● Excerpts from a dataset:

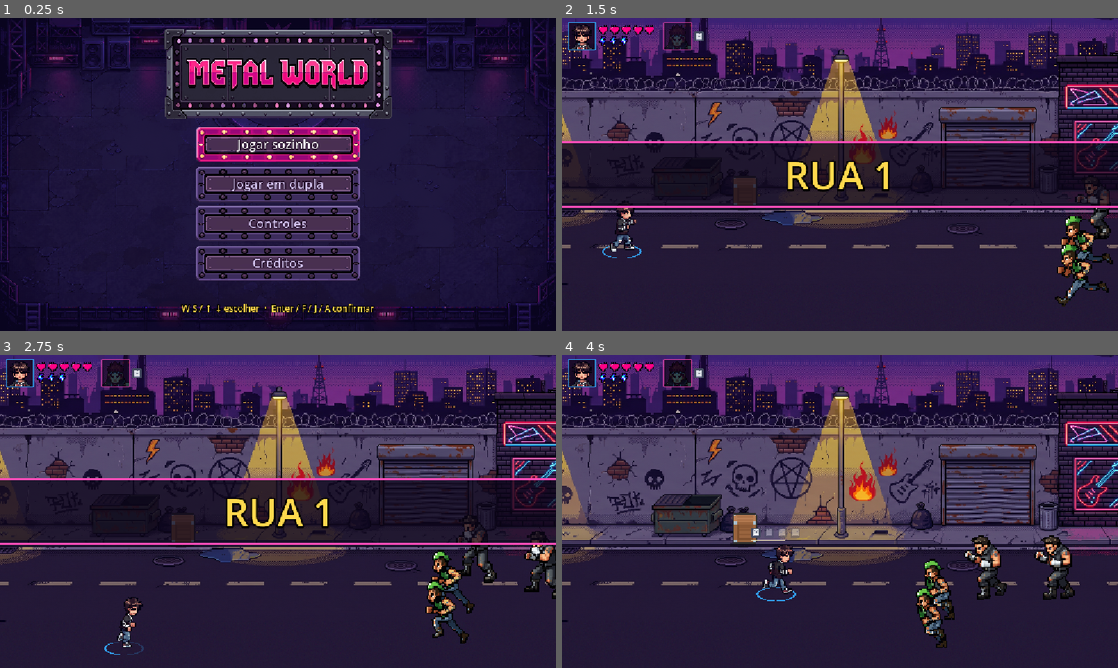
Above: before the commit, frames 1-4 (two rows, left to right).
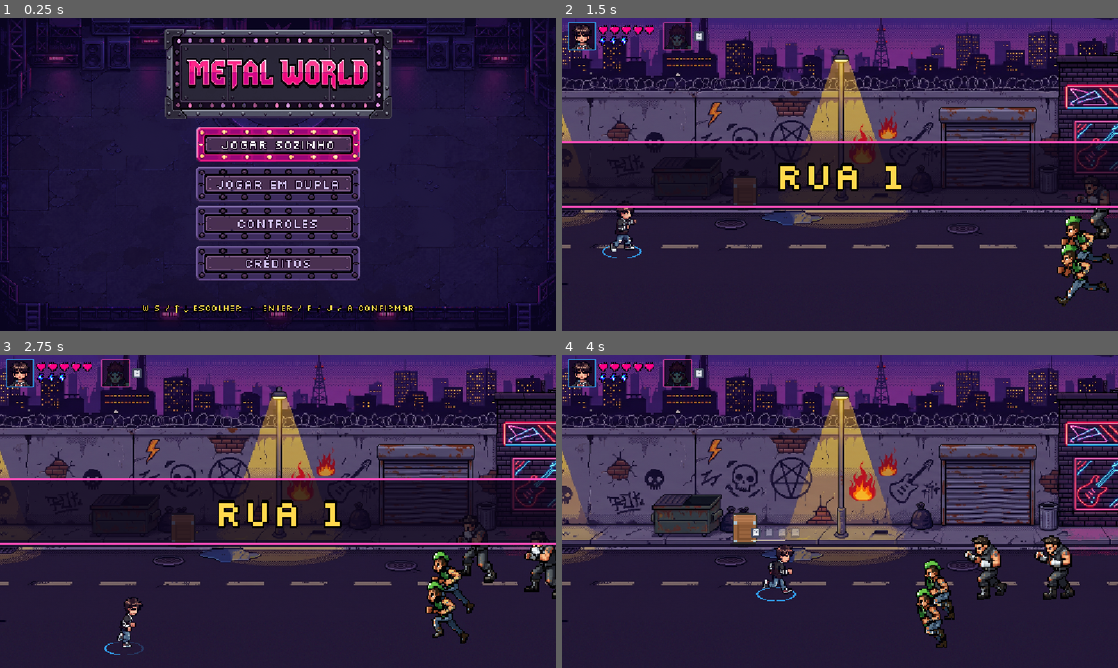
Above: after the commit, the same moments.

Repository: lucas-gif561/metalworld
Game: Godot game, scene res://ui/tela_inicial.tscn
Same seed, same stepped clock (60 frames per second), same inputs: the game is played once before the commit and once after it. Sound files missing from this copy of the repository are replaced by a short silence.
Inputs (mouse positions are in pixels of both pictures, inside the frame that each line leads up to):
- Up to frame 1 (0.25 s): no input
- Up to frame 2 (1.5 s): click "Jogar sozinho" at 0.5 s; tap Enter at 1.25 s; move the mouse to (962, 158) at 1.27 s; hold D (mover_direita) from 1.28 s (still down); hold F (atacar) from 1.28 s (still down); click (962, 158) at 1.42 s
- Up to frame 3 (2.75 s): move the mouse to (166, 527) at 2.02 s; release D (mover_direita) at 2.03 s; release F (atacar) at 2.03 s; hold S (mover_baixo) from 2.03 s (still down); tap G (dodge) at 2.1 s
- Up to frame 4 (4 s): move the mouse to (895, 442) at 2.77 s; release S (mover_baixo) at 2.78 s; hold D (mover_direita) 2.78-3.53 s; tap Y (interagir) at 2.85 s; move the mouse to (812, 574) at 3.52 s; hold W (mover_cima) from 3.53 s (still down); tap R (p1_reiniciar) at 3.6 s; click (812, 574) at 3.67 s

The runs differ from the first frame. In frame 1, 2.2% of the frame differs, in the area x 25-75%, y 38-95%; in frame 2, 1.3%; in frame 3, 1.3%; in frame 4, nothing differs.

Commit message:
Fonte: Silkscreen em todos os textos do jogo
- Silkscreen (Jason Kottke, SIL OFL 1.1) como fonte padrão do projeto
  (gui/theme/custom_font), com o texto da licença em assets/fontes/OFL.txt.
- Importada sem suavização, sem hinting e sem posição subpixel, para os
  pixels não borrarem ao ampliar.
- Cobre todos os acentos e símbolos usados nos textos (á, ã, ç, ó, •, ×, —).
- Crédito no CREDITS.md.

Co-Authored-By: Claude Opus 5.5 <noreply@anthropic.com>

Diff:
--- a/project.godot
+++ b/project.godot
@@ -25,8 +25,12 @@
 [display]
 
 window/size/mode=3
+window/stretch/mode="canvas_items"
 window/size/mode.editor=0
-window/stretch/mode="canvas_items"
+
+[gui]
+
+theme/custom_font="res://assets/fontes/Silkscreen-Regular.ttf"
 
 [input]
 
Not shown, added: assets/fontes/OFL.txt
Binary file added: assets/fontes/Silkscreen-Bold.ttf
Not shown, added: assets/fontes/Silkscreen-Bold.ttf.import
Binary file added: assets/fontes/Silkscreen-Regular.ttf
Not shown, added: assets/fontes/Silkscreen-Regular.ttf.import
Not shown, changed: CREDITS.md

● What to produce:
Reproduce the data in full. Do not carry over any picture.

● Output:
Above: before the commit, frames 1-4 (two rows, left to right).
Above: after the commit, the same moments.

Repository: lucas-gif561/metalworld
Game: Godot game, scene res://ui/tela_inicial.tscn
Same seed, same stepped clock (60 frames per second), same inputs: the game is played once before the commit and once after it. Sound files missing from this copy of the repository are replaced by a short silence.
Inputs (mouse positions are in pixels of both pictures, inside the frame that each line leads up to):
- Up to frame 1 (0.25 s): no input
- Up to frame 2 (1.5 s): click "Jogar sozinho" at 0.5 s; tap Enter at 1.25 s; move the mouse to (962, 158) at 1.27 s; hold D (mover_direita) from 1.28 s (still down); hold F (atacar) from 1.28 s (still down); click (962, 158) at 1.42 s
- Up to frame 3 (2.75 s): move the mouse to (166, 527) at 2.02 s; release D (mover_direita) at 2.03 s; release F (atacar) at 2.03 s; hold S (mover_baixo) from 2.03 s (still down); tap G (dodge) at 2.1 s
- Up to frame 4 (4 s): move the mouse to (895, 442) at 2.77 s; release S (mover_baixo) at 2.78 s; hold D (mover_direita) 2.78-3.53 s; tap Y (interagir) at 2.85 s; move the mouse to (812, 574) at 3.52 s; hold W (mover_cima) from 3.53 s (still down); tap R (p1_reiniciar) at 3.6 s; click (812, 574) at 3.67 s

The runs differ from the first frame. In frame 1, 2.2% of the frame differs, in the area x 25-75%, y 38-95%; in frame 2, 1.3%; in frame 3, 1.3%; in frame 4, nothing differs.

Commit message:
Fonte: Silkscreen em todos os textos do jogo
- Silkscreen (Jason Kottke, SIL OFL 1.1) como fonte padrão do projeto
  (gui/theme/custom_font), com o texto da licença em assets/fontes/OFL.txt.
- Importada sem suavização, sem hinting e sem posição subpixel, para os
  pixels não borrarem ao ampliar.
- Cobre todos os acentos e símbolos usados nos textos (á, ã, ç, ó, •, ×, —).
- Crédito no CREDITS.md.

Co-Authored-By: Claude Opus 5.5 <noreply@anthropic.com>

Diff:
--- a/project.godot
+++ b/project.godot
@@ -25,8 +25,12 @@
 [display]
 
 window/size/mode=3
+window/stretch/mode="canvas_items"
 window/size/mode.editor=0
-window/stretch/mode="canvas_items"
+
+[gui]
+
+theme/custom_font="res://assets/fontes/Silkscreen-Regular.ttf"
 
 [input]
 
Not shown, added: assets/fontes/OFL.txt
Binary file added: assets/fontes/Silkscreen-Bold.ttf
Not shown, added: assets/fontes/Silkscreen-Bold.ttf.import
Binary file added: assets/fontes/Silkscreen-Regular.ttf
Not shown, added: assets/fontes/Silkscreen-Regular.ttf.import
Not shown, changed: CREDITS.md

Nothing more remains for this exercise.